Accessible courtesy of the great Internet Archive, a virtual version of the 1929 edition of Pierre; or, The Ambiguities, introduced by John Brooks Moore with a preface by H. M. Tomlinson, and published in New York, NY by E. P. Dutton & Co. The real thing is from Trent University Library, donated by the distinguished Canadian scholar Gordon Roper (1911-2005) and apparently containing his marginal annotations.

One annotation in Roper's copy of Pierre strikes me as especially good, the neatly inscribed comment in the left margin on page 44, next to a passage from the fourth section of Book II, Love, Delight, and Alarm. Part IV starts on page 43 of this edition and ends near the top of page 47 with "what wonder then that Love was aye a mystic?" 


Since the 1980's, academic critics for the most part have regarded Melville's language in this particular section of Pierre as excessively romantic and sentimental. So obviously overblown, that it can't be taken seriously. Most take it for satire. Melville must be joking when his narrator avows, for instance, that

Love is both Creator's and Saviour's gospel to mankind; a volume bound in rose-leaves , clasped with violets, and by the beaks of humming-birds printed with peach-juice on the leaves of lilies.

Introducing the Norton Critical Edition of Pierre, editors Robert S. Levine and Cindy Weinstein highlight "humor and parody" as the chief effects of Melville's "overworked prose" in Book II.  

For Samuel Otter in Melville's Anatomies (University of California Press, 1999) Melville's imagery is "absurdly literalized" (page 205).

Fearless of contradiction, Robert Milder described the Edenic opening of Pierre as Melville's "grotesque" and "diabolical parody of the romance."
MILDER, ROBERT. “MELVILLE’S ‘INTENTIONS’ IN ‘PIERRE.’” Studies in the Novel 6, no. 2 (1974) pages 186–99 at 192-193. http://www.jstor.org/stable/29531656.

One consequence of this view is that Lucy Tartan, the proper heroine of Pierre, gets lost way before Pierre dumps her and moves to the city with Isabel and Delly. Isabel, maybe Pierre's half sister, has effectively displaced Lucy in Melville criticism as well as in the twisted mind of Melville's enthusiast-hero Pierre Glendinning.

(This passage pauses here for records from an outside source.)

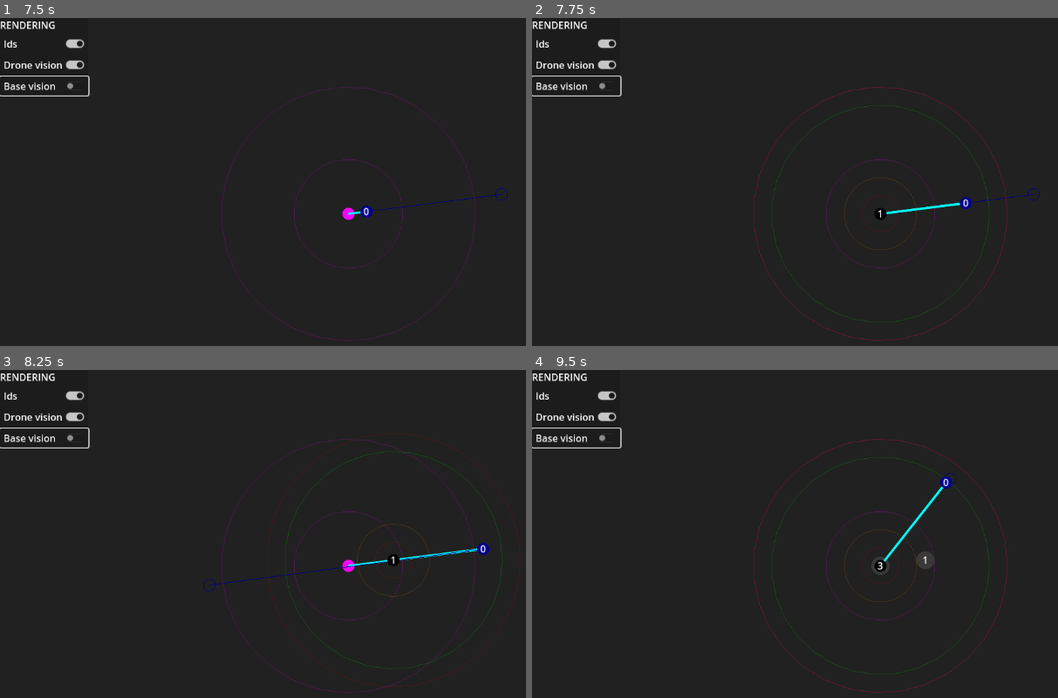
Above: before the commit, frames 1-4 (two rows, left to right).
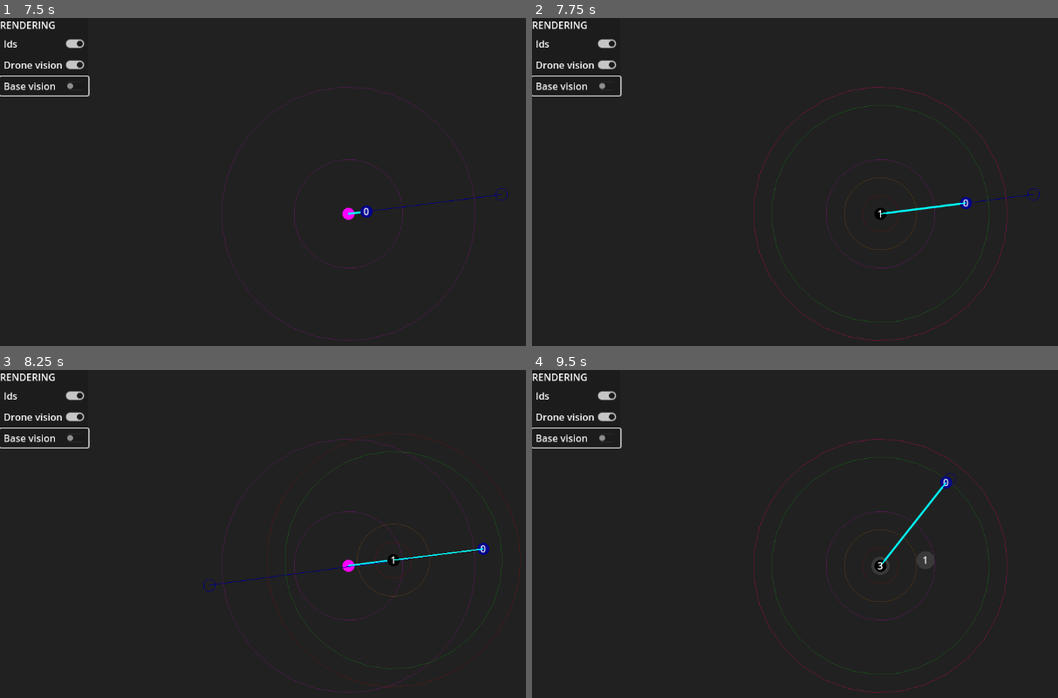
Above: after the commit, the same moments.

Repository: smallcluster/GDST
Game: Godot game, scene res://Playgound/SAR2D.tscn
The game is run twice, just before and just after one commit, with the same random seed, the same clock (stepped at 60 frames per second) and the same inputs.
Inputs (mouse positions are in pixels of both pictures, inside the frame that each line leads up to):
- Up to frame 1 (7.5 s): click "Ids" at 0.5 s; click "Drone vision" at 1.25 s; click "Base vision" at 2 s; click "Ids" at 2.75 s; click "Drone vision" at 3.5 s; click "Base vision" at 4.25 s; click "Ids" at 5 s; click "Drone vision" at 5.75 s; click "Base vision" at 6.5 s; tap Enter at 7.25 s; move the mouse to (499, 195) at 7.27 s; click (499, 195) at 7.42 s
- Up to frame 2 (7.75 s): no input
- Up to frame 3 (8.25 s): move the mouse to (210, 586) at 8.02 s; click (210, 586) at 8.17 s
- Up to frame 4 (9.5 s): move the mouse to (952, 478) at 8.77 s; click (952, 478) at 8.92 s

Frame 1 is identical in both runs. In frame 2, less than 0.1% of the frame differs, in the area x 66-83%, y 56-60%; in frame 3, 0.1%, in the area x 74-92%, y 54-59%; in frame 4, 0.1%.

Commit message:
Base code architechture rework

Diff:
--- /dev/null
+++ b/Core/Drone.gd
@@ -0,0 +1,30 @@
+class_name Drone
+
+var _state : DroneState
+var _next_state : DroneState
+var _messages : Array[String]
+var _neighbours : Array[Drone]
+
+func compute_next_state(p : Protocol) -> void:
+	_neighbours = get_neighbours()
+	var obs : Array[ObservableState] = p.look(_neighbours)
+	_next_state = p.compute(_state, _messages, obs)
+
+func broadcast_message(msg : String) -> void:
+	for d in _neighbours:
+		d.receive_message(msg)
+
+func receive_message(msg : String) -> void:
+	_messages.append(msg)
+
+func get_messages() -> Array[String]:
+	return _messages
+
+# Override with custom logic
+func update_state() -> void:
+	_state = _next_state
+
+# ABSTRACT FUNCTIONS
+func get_neighbours() -> Array[Drone]:
+	push_error("get_neighbours isn't implemented in child class of Drone")
+	return []
--- /dev/null
+++ b/Core/DroneManager.gd
@@ -0,0 +1,11 @@
+class_name DroneManager
+
+var protocol : Protocol
+
+func simulate(drones : Array[Drone]):
+	# Compute next drone state
+	for d in drones:
+		d.compute_next_state(protocol)
+	# Update drone state
+	for d in drones:
+		d.update_state()
--- /dev/null
+++ b/Core/DroneState.gd
@@ -0,0 +1,5 @@
+class_name DroneState
+
+var id : int
+var position : Vector3
+var light : bool
--- /dev/null
+++ b/Core/ObservableState.gd
@@ -0,0 +1,5 @@
+class_name ObservableState
+
+var id : int
+var position : Vector3
+var light : bool
--- /dev/null
+++ b/Core/Protocol.gd
@@ -0,0 +1,7 @@
+class_name Protocol
+
+func look(neighbours : Array[Drone]) -> Array[ObservableState]:
+	return []
+
+func compute(state : DroneState, messages : Array[String], obs : Array[ObservableState]) -> DroneState:
+	return state
--- a/Playgound/Drone2D.gd
+++ b/Playgound/Drone2D.gd
@@ -45,22 +45,42 @@
 		draw_circle(Vector2.ZERO, D/2, Color(0.5,0.5,0.5, 0.25))
 
 # Conditionnal link
-#	if not active:
-#		return
-#
-#	var drones = vision.get_overlapping_bodies()
+	if not active:
+		return
+
+	var drones = vision.get_overlapping_bodies()
+	drones = drones.filter(func(x): return x.active)
+
+
+# l'odre décroissant local conserve la connection
+	drones = drones.filter(func(x): return x.id < id)
+
+	if drones.is_empty():
+		return
+
+	# max id only
+	var max = drones[0]
+	for d in drones:
+		if d.id > max.id:
+			max = d
+	draw_line(Vector2.ZERO, max.position-position, Color.CYAN, 2)
+
+# ⚠️ prendre le plus petit rend la topologie du graphe instable mais c'est une solution
+
+# ⚠️ l'odre croissant local ne conserve pas la connection
+#	drones = vision.get_overlapping_bodies()
 #	drones = drones.filter(func(x): return x.active)
-#	drones = drones.filter(func(x): return x.id < id)
+#	drones = drones.filter(func(x): return x.id != id)
 #
 #	if drones.is_empty():
 #		return
 #
-#	var min = drones[0]
+#	# max id only
+#	var m = drones[0]
 #	for d in drones:
-#		if d.id < min.id:
-#			min = d
-#
-#	draw_line(Vector2.ZERO, min.position-position, Color.CYAN, 2)
+#		if d.id > m.id:
+#			m = d
+#	draw_line(Vector2.ZERO, m.position-position, Color.MAGENTA, 4)
 
 
 
--- a/Playgound/DroneManager.gd
+++ b/Playgound/DroneManager.gd
@@ -68,16 +68,17 @@
 
 	# draw links from drones to drones
 	var drones = $Drones.get_children()
-	for d1 in drones:
-		for d2 in drones:
-			if d1 == d2 or not d1.active or not d2.active:
-				continue
-			if d1.position.distance_squared_to(d2.position) <= d1.Dmax*d1.Dmax:
-				draw_line(d1.position, d2.position, Color.CYAN, 2, true)
+#	for d1 in drones:
+#		for d2 in drones:
+#			if d1 == d2 or not d1.active or not d2.active :
+#				continue
+#			if d1.position.distance_squared_to(d2.position) <= d1.Dmax*d1.Dmax:
+#				draw_line(d1.position, d2.position, Color.CYAN, 2, true)
 	# draw links from drones to base
 	for d in drones:
 		if d.active and d.position.distance_squared_to(base.position) <= d.Dmax*d.Dmax:
 			draw_line(base.position, d.position, Color.CYAN, 2, true)
+
 
 # Prevent the team from moving while in the control panel
 func _input(event):
Not shown: 2 places in Playgound/Drone2D.tscn that only renumber resources

Disheartened by so many Lucy-less views I exclaimed in wonder, great googly-moogly!  Have these eminent English professors never been in love? Gordon Roper knew better. As rightly remarked in the margin, Melville's fantastically infatuate "style" exactly suits Pierre's mood and perfectly captures the insanely elevated feelings of any red-blooded youth in his predicament:

"style of these opening pages his attempt to give the reader the feeling of the young man in first love."